Do you have a removable USB storage device attached?

Grub counts that if your BIOS can boot from USB. This device comming and going can change grubs drive numbers, which in turn affects boot behaviour.

----------

## dlm1065

 *NeddySeagoon wrote:*   

> dlm1065,
> 
> Do you have a removable USB storage device attached?
> 
> Grub counts that if your BIOS can boot from USB. This device comming and going can change grubs drive numbers, which in turn affects boot behaviour.

 

Nope. I think it has to do with the way this mb bios is handling the

3 Samsung SATA2 drives. Note that the drives seem to be misnumbered

under both linux and windows.

MB_Port_Bios____________linux__windows

1_______Master SATA 1___sdb____ide 1

2_______Master SATA 2___sdc____ide 2

3_______Master SATA 3___sda____ide 0

I partitioned the 3 SATA drives

	Primary(40Gig)	Primary(1Gig)		Extended(remaining @70+Gig)

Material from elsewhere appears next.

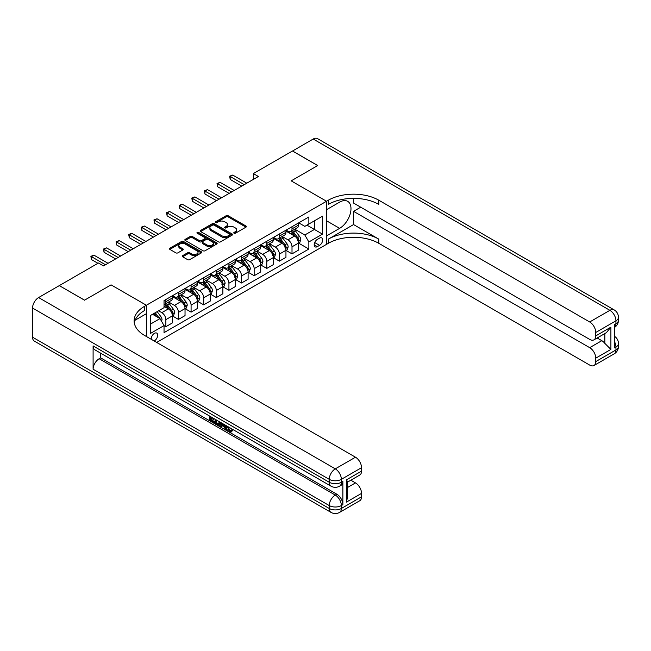 <?xml version="1.0" encoding="UTF-8"?>
<svg xmlns="http://www.w3.org/2000/svg" width="651" height="651" viewBox="0 0 651 651"><rect width="100%" height="100%" fill="white"/><g stroke="black" fill="none" stroke-linecap="round" stroke-linejoin="round"><path stroke-width="0.98" d="M234.059 233.229A0.985 0.57 0 0 0 235.442 233.229L245.964 227.15A1.4 0.806 0 0 0 246.379 226.581A1.4 0.806 0 0 0 245.964 226.011L228.135 215.717A1.4 0.806 0 0 0 226.157 215.717L215.636 221.788A0.985 0.57 0 0 0 215.343 222.194A0.985 0.57 0 0 0 215.636 222.593A0.985 0.57 0 0 0 217.019 222.593L218.378 221.804A4.484 2.588 0 0 1 224.717 221.804L226.206 222.666A4.484 2.588 0 0 1 227.516 224.489A4.484 2.588 0 0 1 226.206 226.32L224.847 227.109A0.985 0.57 0 0 0 224.554 227.508A0.985 0.57 0 0 0 224.847 227.907A0.985 0.57 0 0 0 226.231 227.907L227.59 227.126A4.484 2.588 0 0 1 233.929 227.126L235.418 227.98A4.484 2.588 0 0 1 236.728 229.811A4.484 2.588 0 0 1 235.418 231.642L234.059 232.431A0.985 0.57 0 0 0 233.766 232.83A0.985 0.57 0 0 0 234.059 233.229L234.059 232.431M154.141 340.961A4.565 2.637 120 0 0 154.458 340.79A4.565 2.637 120 0 0 157.436 336.77A4.565 2.637 120 0 0 156.736 333.109A4.565 2.637 120 0 0 154.458 333.336A4.565 2.637 120 0 0 151.244 339.285M182.671 255.631A1.4 0.806 0 0 0 182.264 256.201A1.4 0.806 0 0 0 182.671 256.779L187.675 259.668A1.4 0.806 0 0 0 189.653 259.668L201.346 252.913A1.4 0.806 0 0 0 201.753 252.344A1.4 0.806 0 0 0 201.346 251.774L183.517 241.48A1.4 0.806 0 0 0 181.531 241.48L169.846 248.226A1.4 0.806 0 0 0 169.431 248.796A1.4 0.806 0 0 0 169.846 249.374L175.884 252.857A1.4 0.806 0 0 0 177.869 252.857L182.866 249.968A1.4 0.806 0 0 0 183.281 249.398A1.4 0.806 0 0 0 182.866 248.828L179.871 247.095A3.743 2.165 0 0 1 178.773 245.565A3.743 2.165 0 0 1 181.092 243.572A3.743 2.165 0 0 1 185.169 244.035L196.911 250.814A3.743 2.165 0 0 1 198.01 252.344A3.743 2.165 0 0 1 195.691 254.346A3.743 2.165 0 0 1 191.614 253.874L189.653 252.743A1.4 0.806 0 0 0 187.675 252.743L182.671 255.631L182.671 256.779L187.675 253.906L187.675 252.743M32.55 337.185L329.243 508.472A8.561 4.948 120 0 0 331.017 512.394L34.324 341.1A8.561 4.948 -60 0 1 32.55 337.185L32.55 308.053A8.561 4.948 -60 0 1 38.604 297.564L59.29 285.618L84.524 300.184L111.061 284.861L84.573 300.152L59.347 285.651M59.347 285.586L98.447 263.012L103.493 265.925L258.398 176.494L253.353 173.581L292.454 150.999L317.688 165.566L291.192 180.864L326.517 201.257L146.385 305.254L111.061 284.861L146.385 305.254L144.563 306.304A35.683 20.596 0 0 0 134.114 320.87A35.683 20.596 0 0 0 144.563 335.436L355.479 457.205A8.561 4.948 60 0 1 361.533 467.687L341.352 479.339L341.352 482.253L342.865 481.382A8.561 4.948 60 0 1 341.091 485.304L339.578 486.175A8.561 4.948 -120 0 0 341.352 482.253A8.561 4.948 0 0 1 329.243 482.253L329.243 479.339L32.55 308.053M218.476 241.879A1.4 0.806 0 0 0 220.461 241.879L232.147 235.133A1.4 0.806 0 0 0 232.562 234.555A1.4 0.806 0 0 0 232.147 233.986L214.317 223.692A1.4 0.806 0 0 0 212.34 223.692L200.646 230.438A1.4 0.806 0 0 0 200.239 231.015A1.4 0.806 0 0 0 200.646 231.585L218.476 241.879M197.627 233.44A0.985 0.57 0 0 1 198.62 233.579L198.62 232.415L216.742 242.88A1.4 0.806 0 0 1 217.157 243.45A1.4 0.806 0 0 1 216.742 244.019L205.057 250.773A1.4 0.806 0 0 1 203.079 250.773L185.25 240.479L185.25 239.332A1.4 0.806 0 0 0 184.835 239.902A1.4 0.806 0 0 0 185.25 240.479M185.25 239.332L190.247 236.443A1.4 0.806 0 0 1 192.232 236.443L199.458 240.618A1.4 0.806 0 0 0 201.444 240.618L204.764 238.705A1.4 0.806 0 0 0 205.171 238.136A1.4 0.806 0 0 0 204.764 237.558L197.229 233.213A0.985 0.57 0 0 1 196.944 232.814A0.985 0.57 0 0 1 197.554 232.293A0.985 0.57 0 0 1 198.62 232.415M319.551 238.136L317.33 239.413A4.427 2.555 120 0 0 314.441 243.311A4.427 2.555 120 0 0 315.125 246.859A4.427 2.555 120 0 0 317.33 246.639L319.551 245.362A4.427 2.555 120 0 0 322.44 241.464A4.427 2.555 120 0 0 321.765 237.916A4.427 2.555 120 0 0 319.551 238.136M146.385 336.486L146.385 305.254L146.385 313.701L135.123 320.202M156.679 342.426L328.332 243.319A35.683 20.596 180 0 1 378.792 243.319L589.7 365.089A8.561 4.948 -120 0 0 593.989 365.512A8.561 4.948 -120 0 0 595.763 361.598L615.944 349.945L615.944 347.032L614.43 347.903L614.43 324.597L615.944 323.726L615.944 320.813L595.763 332.466L595.763 335.9L610.898 327.16L610.898 349.416L604.844 343.362L604.844 333.556M292.511 150.975L317.737 165.541L291.192 180.864L326.517 201.257L326.517 244.369L326.517 235.922L339.635 228.346A16.055 9.269 120 0 0 350.124 214.195A16.055 9.269 120 0 0 347.667 201.33A16.055 9.269 120 0 0 339.635 202.127L326.517 209.703L326.517 201.257L328.332 200.207A35.683 20.596 180 0 1 378.792 200.207L589.7 321.976L609.889 310.324L313.196 139.029L292.511 151.032M298.711 222.837L304.823 226.369L308.859 224.034L308.859 216.986L164.044 300.591L164.044 307.646L150.422 315.507L150.422 333.45L164.044 325.59L164.044 332.637L308.859 249.032L308.859 241.977L304.823 234.987L294.789 229.193M308.859 224.034L322.481 216.173L322.481 234.116L308.859 241.977M253.353 173.581L253.353 179.407M306.938 225.14L314.409 229.453L314.409 220.827L322.481 216.173M304.823 234.987L314.409 229.453L322.481 234.116M150.422 324.133L160.008 318.599L152.537 314.287M164.044 325.646L165.859 326.696L165.859 319.641A5.713 3.296 -120 0 0 161.822 312.651L158.592 310.787M165.859 326.696L172.417 322.904L172.417 315.857A5.713 3.296 -120 0 0 168.381 308.867L164.044 306.361M172.572 316.004L178.472 319.413L178.472 312.358A5.713 3.296 -120 0 0 174.435 305.368L168.642 302.023M178.472 319.413L185.03 315.621L185.03 308.574A5.713 3.296 -120 0 0 180.994 301.584L172.417 296.628M185.185 308.72L191.085 312.13L191.085 305.083A5.713 3.296 -120 0 0 187.049 298.085L181.255 294.74M191.085 312.13L197.644 308.338L197.644 301.291A5.713 3.296 -120 0 0 193.607 294.301L185.03 289.345M197.798 301.437L203.706 304.847L203.706 297.8A5.713 3.296 -120 0 0 199.67 290.802L193.868 287.457M203.706 304.847L210.265 301.055L210.265 294.008A5.713 3.296 -120 0 0 206.229 287.018L197.644 282.062M210.411 294.154L216.319 297.564L216.319 290.517A5.713 3.296 -120 0 0 212.283 283.519L206.481 280.174M216.319 297.564L222.878 293.78L222.878 286.725A5.713 3.296 -120 0 0 218.842 279.735L210.265 274.779M223.024 286.871L228.932 290.281L228.932 283.234A5.713 3.296 -120 0 0 224.896 276.236L219.102 272.891M228.932 290.281L235.491 286.497L235.491 279.442A5.713 3.296 -120 0 0 231.455 272.452L222.878 267.496M235.646 279.588L241.545 282.998L241.545 275.951A5.713 3.296 -120 0 0 237.509 268.953L231.715 265.608M241.545 282.998L248.104 279.214L248.104 272.159A5.713 3.296 -120 0 0 244.068 265.169L235.491 260.213M248.259 272.305L254.159 275.715L254.159 268.668A5.713 3.296 -120 0 0 250.122 261.669L244.328 258.325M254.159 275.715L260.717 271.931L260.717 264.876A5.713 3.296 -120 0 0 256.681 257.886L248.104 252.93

 1	Win(data)	swap			linux soft raid logical 5-9

 2	Win(boot)	/boot			linux soft raid logical 5-9

3	Win(data)	swap			linux soft raid logical 5-9

If on boot I edit the  (hd1,0) to (hd0,0) or the (hd1,1) to (hd0,1) in the grub menu

this allows windows to boot or I can get to the 

 *Quote:*   

> VFS: Mounted root (ext2 filesystem) readonly 
> 
> Freeing unused kernel memory 
> 
> Warning: unable to open an initial console 
> ...

 

trying to edit the sdb2 to sda2 or sdc2 though does not appear to work

mdadm.conf

DEVICE /dev/sd[abc]5

DEVICE /dev/sd[abc]6

DEVICE /dev/sd[abc]7

DEVICE /dev/sd[abc]8

DEVICE /dev/sd[abc]9

ARRAY /dev/md0 devices=/dev/sda5,/dev/sdb5,/dev/sdc5

ARRAY /dev/md1 devices=/dev/sda6,/dev/sdb6,/dev/sdc6

ARRAY /dev/md2 devices=/dev/sda7,/dev/sdb7,/dev/sdc7

ARRAY /dev/md3 devices=/dev/sda8,/dev/sdb8,/dev/sdc8

ARRAY /dev/md4 devices=/dev/sda9,/dev/sdb9,/dev/sdc9

fstab

/dev/sdb2		/boot		ext2		defaults,noatime		1 2

/dev/sda2		none		swap		sw			0 0

/dev/sdc2		none		swap		sw			0 0

/dev/md0		/		reiserfs		noatime			0 1

/dev/md1		/opt		reiserfs		noatime			0 0

/dev/md2		/usr		reiserfs		noatime			0 0

/dev/md3		/var		reiserfs		noatime			0 0

/dev/md4		/home		reiserfs		noatime			0 0

/dev/cdroms/cdrom0	/mnt/cdrom	auto		noauto,rw		0 0

/dev/fd0			/mnt/floppy	auto		noauto			0 0

proc			/proc		proc		defaults			0 0

shm			/dev/shm	tmpfs		nodev,nosuid,noexec	0 0

grub.conf

default 0

timeout 30

splashimage=(hd1,1)/grub/splash.xpm.gz

title=Gentoo Linux 2.6.13-r3

root (hd1,1)

kernel /kernel-2.6.13-gentoo-r4 root=/dev/sdb2 

title=Windows XP

rootnoverify (hd1,0)

makeactive

chainloader +1

----------

## NeddySeagoon

dlm1065,

This looks strange for a RAID system.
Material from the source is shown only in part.